====== Available records ======
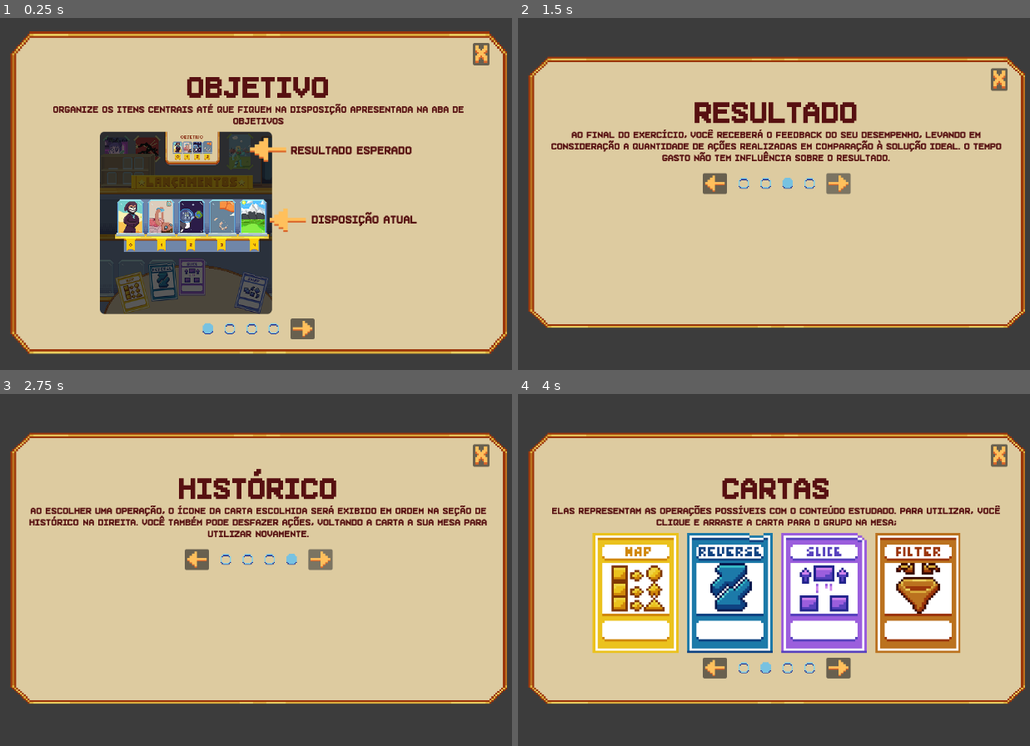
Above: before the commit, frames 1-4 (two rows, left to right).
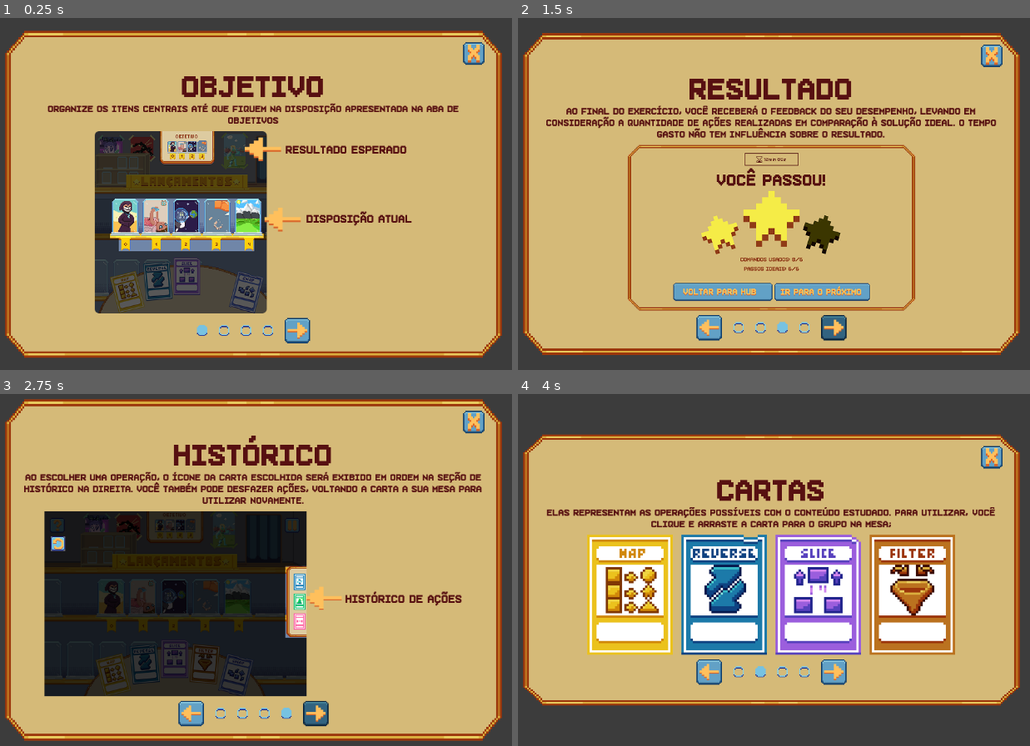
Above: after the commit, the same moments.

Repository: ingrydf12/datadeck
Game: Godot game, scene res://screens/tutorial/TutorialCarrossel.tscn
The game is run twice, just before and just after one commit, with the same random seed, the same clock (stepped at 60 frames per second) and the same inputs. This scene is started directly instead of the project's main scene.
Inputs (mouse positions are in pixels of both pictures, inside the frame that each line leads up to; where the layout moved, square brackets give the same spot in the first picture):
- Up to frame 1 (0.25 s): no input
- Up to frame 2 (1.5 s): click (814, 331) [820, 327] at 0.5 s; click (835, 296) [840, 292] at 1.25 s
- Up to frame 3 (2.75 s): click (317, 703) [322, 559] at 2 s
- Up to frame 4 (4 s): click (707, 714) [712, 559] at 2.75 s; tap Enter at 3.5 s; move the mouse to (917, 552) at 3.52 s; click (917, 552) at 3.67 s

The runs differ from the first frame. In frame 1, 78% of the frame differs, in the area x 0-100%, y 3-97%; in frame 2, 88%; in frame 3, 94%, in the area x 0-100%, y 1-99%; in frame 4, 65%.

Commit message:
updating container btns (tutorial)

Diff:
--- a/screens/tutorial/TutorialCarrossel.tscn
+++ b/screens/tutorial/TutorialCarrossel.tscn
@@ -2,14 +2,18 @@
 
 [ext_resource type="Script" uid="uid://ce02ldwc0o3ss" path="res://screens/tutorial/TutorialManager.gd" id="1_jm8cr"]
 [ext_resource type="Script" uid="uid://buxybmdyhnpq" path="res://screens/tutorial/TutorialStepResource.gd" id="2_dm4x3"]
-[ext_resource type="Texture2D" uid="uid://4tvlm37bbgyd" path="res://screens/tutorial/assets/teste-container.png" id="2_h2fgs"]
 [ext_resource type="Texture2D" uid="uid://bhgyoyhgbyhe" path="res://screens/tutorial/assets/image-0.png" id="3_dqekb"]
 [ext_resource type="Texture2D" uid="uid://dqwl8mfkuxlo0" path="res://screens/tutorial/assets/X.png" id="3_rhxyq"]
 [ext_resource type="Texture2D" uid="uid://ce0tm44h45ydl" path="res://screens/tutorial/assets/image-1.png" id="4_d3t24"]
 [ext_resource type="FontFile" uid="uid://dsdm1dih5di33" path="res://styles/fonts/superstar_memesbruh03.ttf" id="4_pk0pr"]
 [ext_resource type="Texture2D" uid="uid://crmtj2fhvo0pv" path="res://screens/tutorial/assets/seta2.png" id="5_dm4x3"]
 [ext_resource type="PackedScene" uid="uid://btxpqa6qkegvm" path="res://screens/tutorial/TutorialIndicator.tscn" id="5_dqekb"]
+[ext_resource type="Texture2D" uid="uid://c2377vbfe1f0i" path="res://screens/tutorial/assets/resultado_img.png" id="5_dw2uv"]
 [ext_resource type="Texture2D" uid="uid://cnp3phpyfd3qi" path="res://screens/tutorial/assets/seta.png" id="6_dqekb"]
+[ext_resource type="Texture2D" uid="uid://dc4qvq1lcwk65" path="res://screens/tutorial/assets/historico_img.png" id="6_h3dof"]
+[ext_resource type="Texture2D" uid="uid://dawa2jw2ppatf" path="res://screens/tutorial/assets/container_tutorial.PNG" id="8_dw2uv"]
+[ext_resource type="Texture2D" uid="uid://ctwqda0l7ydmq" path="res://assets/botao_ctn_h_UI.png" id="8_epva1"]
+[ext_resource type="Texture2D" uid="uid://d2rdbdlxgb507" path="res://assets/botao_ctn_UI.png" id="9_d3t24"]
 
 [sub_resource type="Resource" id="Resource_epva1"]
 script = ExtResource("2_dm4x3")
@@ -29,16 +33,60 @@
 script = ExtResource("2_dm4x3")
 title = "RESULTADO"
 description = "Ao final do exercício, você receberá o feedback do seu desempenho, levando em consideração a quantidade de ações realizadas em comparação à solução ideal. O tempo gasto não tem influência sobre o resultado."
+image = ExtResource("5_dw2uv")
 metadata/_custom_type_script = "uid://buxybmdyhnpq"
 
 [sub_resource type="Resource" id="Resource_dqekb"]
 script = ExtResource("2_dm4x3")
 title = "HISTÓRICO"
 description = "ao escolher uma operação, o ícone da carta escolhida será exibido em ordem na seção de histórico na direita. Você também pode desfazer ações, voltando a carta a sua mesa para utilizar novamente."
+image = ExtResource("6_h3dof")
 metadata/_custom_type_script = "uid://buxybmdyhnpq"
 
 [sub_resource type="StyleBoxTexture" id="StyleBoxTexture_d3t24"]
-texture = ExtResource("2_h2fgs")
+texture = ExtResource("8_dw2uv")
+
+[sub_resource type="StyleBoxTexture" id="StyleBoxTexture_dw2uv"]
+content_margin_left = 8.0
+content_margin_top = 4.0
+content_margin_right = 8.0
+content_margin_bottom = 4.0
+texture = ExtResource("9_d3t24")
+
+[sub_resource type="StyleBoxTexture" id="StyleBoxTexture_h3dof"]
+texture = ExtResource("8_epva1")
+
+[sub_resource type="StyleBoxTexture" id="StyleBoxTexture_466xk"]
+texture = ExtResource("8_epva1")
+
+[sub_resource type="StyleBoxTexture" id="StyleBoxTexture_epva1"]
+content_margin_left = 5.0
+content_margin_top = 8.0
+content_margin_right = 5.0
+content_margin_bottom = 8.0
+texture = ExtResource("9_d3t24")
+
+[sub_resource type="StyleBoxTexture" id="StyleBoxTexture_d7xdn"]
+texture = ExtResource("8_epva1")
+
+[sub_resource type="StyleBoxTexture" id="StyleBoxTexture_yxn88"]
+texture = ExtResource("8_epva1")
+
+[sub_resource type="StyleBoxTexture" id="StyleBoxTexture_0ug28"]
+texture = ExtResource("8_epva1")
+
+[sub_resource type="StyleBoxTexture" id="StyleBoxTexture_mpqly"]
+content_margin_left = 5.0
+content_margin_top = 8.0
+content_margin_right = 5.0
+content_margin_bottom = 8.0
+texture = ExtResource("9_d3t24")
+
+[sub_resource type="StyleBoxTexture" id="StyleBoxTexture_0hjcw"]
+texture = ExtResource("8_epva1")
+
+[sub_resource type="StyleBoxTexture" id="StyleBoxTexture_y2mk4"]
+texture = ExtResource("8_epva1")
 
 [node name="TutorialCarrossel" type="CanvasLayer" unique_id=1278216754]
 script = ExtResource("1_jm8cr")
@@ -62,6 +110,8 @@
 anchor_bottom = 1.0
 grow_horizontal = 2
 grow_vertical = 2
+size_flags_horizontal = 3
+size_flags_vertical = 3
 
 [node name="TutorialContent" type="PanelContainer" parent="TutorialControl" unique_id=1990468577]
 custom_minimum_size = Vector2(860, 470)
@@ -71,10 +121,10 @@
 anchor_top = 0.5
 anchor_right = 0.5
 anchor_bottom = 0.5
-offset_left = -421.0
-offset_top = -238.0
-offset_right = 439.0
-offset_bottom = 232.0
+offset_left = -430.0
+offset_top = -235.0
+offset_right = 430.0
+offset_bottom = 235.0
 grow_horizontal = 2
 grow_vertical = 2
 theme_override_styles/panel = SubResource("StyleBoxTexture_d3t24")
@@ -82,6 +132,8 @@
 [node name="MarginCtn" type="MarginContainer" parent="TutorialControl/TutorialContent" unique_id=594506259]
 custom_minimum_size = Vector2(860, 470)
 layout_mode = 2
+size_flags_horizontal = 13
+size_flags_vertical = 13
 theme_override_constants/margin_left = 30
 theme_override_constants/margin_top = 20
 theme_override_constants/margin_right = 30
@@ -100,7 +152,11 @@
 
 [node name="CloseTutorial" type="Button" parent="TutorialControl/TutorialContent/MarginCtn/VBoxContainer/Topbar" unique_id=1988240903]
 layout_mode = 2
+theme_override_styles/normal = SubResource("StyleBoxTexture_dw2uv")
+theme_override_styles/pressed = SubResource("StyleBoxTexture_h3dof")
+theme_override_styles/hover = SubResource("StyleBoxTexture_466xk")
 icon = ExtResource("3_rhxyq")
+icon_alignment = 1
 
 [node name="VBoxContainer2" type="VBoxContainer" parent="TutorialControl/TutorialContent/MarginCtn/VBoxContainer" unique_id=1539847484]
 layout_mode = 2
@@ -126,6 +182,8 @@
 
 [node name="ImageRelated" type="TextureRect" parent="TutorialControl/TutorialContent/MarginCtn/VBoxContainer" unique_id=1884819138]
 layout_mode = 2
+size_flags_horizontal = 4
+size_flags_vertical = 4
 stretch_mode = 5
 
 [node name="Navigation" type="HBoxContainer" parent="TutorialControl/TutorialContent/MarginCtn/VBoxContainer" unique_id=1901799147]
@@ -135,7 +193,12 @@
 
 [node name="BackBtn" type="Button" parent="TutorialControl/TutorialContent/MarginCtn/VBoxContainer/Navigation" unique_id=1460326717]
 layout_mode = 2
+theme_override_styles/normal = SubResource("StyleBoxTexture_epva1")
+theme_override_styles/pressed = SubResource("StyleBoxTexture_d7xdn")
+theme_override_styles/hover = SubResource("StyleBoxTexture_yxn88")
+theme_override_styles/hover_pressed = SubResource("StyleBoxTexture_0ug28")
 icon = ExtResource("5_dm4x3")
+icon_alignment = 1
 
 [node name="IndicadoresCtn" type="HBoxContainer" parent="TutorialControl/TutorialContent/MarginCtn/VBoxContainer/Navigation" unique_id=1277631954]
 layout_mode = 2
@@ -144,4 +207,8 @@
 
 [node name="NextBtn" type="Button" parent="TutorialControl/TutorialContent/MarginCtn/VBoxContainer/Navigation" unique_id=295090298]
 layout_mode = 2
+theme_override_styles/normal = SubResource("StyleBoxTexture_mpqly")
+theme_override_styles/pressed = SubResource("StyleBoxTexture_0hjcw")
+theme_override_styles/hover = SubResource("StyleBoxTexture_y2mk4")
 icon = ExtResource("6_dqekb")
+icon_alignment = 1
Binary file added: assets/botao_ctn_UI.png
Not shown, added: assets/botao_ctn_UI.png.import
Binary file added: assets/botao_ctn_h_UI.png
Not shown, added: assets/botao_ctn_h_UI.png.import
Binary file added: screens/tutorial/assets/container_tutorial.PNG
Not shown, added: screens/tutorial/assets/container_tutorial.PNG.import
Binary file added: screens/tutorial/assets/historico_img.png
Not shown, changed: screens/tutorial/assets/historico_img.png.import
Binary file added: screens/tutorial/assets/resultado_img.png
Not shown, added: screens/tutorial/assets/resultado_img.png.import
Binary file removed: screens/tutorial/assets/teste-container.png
======
====== Available records ======
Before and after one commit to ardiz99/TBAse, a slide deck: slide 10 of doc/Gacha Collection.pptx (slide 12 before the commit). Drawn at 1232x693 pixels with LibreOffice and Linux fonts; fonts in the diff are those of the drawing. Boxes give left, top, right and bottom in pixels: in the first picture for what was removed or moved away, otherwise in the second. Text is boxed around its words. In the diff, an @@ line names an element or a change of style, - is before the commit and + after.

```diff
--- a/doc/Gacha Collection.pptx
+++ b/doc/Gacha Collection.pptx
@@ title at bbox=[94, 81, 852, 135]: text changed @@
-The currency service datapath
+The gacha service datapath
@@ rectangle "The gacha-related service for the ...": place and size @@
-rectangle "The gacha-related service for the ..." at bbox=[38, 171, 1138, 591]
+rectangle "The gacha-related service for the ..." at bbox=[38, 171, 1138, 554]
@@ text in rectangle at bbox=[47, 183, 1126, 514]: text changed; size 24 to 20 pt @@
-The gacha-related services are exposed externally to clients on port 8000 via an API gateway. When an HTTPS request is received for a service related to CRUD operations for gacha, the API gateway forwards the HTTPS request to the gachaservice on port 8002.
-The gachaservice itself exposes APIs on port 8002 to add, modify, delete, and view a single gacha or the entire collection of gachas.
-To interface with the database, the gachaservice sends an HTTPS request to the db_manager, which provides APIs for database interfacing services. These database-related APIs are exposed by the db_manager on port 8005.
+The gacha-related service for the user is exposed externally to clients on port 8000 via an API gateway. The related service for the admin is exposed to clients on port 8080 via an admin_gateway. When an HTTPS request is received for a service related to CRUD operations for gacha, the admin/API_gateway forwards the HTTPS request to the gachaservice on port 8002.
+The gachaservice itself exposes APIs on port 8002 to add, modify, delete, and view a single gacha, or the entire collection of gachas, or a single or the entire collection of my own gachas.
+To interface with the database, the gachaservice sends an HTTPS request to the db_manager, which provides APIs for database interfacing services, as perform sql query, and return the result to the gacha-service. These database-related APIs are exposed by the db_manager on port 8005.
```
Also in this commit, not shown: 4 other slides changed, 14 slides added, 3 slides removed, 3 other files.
======
[To do]: The expected output is one number, the tally of lines above containing "exposes".

[Your response]: 2